Biomaterials with structural hierarchy and controlled 3D nanotopography guide endogenous bone regeneration

Biomaterials without exogenous cells or therapeutic agents often fail to achieve rapid endogenous bone regeneration with high quality. Here, we reported a class of three-dimensional (3D) nanofiber scaffolds with hierarchical structure and controlled alignment for effective endogenous cranial bone regeneration. 3D scaffolds consisting of radially aligned nanofibers guided and promoted the migration of bone marrow stem cells from the surrounding region to the center in vitro.
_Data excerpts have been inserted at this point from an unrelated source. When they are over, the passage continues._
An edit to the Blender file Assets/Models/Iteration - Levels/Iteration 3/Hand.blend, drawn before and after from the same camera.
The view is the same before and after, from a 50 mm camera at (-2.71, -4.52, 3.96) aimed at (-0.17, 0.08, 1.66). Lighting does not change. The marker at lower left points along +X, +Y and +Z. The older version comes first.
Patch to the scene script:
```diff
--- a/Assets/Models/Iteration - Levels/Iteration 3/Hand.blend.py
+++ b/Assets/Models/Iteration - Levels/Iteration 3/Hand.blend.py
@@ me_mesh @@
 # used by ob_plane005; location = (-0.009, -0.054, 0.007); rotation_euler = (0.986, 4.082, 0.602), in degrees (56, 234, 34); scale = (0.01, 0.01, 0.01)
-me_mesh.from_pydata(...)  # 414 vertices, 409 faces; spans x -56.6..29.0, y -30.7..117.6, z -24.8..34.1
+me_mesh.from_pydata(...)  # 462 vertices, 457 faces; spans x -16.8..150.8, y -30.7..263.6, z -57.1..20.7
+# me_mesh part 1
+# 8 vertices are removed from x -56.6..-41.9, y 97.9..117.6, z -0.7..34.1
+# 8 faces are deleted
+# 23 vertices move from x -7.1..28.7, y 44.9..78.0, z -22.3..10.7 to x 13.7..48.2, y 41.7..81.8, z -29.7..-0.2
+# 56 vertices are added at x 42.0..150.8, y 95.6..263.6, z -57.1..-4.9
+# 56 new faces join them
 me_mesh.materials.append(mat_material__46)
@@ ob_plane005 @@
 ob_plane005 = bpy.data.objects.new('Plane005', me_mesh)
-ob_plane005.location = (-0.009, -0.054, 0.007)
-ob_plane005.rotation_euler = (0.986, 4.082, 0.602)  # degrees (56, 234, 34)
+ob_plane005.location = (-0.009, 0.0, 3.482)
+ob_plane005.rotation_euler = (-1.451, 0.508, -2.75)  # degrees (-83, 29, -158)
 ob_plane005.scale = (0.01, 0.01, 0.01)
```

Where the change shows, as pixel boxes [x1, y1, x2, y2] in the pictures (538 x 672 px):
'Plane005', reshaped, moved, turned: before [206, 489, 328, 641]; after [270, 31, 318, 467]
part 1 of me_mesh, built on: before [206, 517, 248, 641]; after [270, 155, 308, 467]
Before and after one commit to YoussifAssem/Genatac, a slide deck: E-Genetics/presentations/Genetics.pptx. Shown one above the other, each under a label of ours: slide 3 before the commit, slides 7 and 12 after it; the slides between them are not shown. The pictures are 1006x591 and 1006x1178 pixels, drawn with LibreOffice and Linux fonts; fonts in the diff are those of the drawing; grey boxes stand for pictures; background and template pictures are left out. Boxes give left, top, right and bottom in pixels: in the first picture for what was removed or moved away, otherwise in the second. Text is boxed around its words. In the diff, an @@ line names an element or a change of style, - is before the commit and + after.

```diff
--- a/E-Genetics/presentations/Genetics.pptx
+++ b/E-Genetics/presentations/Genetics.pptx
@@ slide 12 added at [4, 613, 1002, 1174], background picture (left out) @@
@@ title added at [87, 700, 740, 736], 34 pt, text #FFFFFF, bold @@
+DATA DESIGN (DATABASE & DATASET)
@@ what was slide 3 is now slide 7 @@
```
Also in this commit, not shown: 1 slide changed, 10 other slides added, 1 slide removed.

These scaffolds showed the highest new bone volume, surface coverage, and mineral density among the tested groups in vivo. The regenerated bone exhibited a radially aligned fashion, closely recapitulating the scaffold's architecture. The organic phase in regenerated bone showed an aligned, layered, and densely packed structure, while the inorganic mineral phase showed a uniform distribution with smaller pore size and an even distribution of stress upon the simulated compression. We expect that this study will inspire the design of next-generation biomaterials for effective endogenous bone regeneration with desired quality.

Automated summary

This study describes a class of 3D nanofiber scaffolds with hierarchical structure and controlled alignment for effective endogenous cranial bone regeneration. The radially aligned nanofibers in the scaffolds promoted the migration of bone marrow stem cells, resulting in the highest new bone volume, surface coverage, and mineral density among the tested groups in vivo. The regenerated bone exhibited a radially aligned fashion and showed a densely packed structure in the organic phase and a uniform distribution with smaller pore size in the inorganic mineral phase.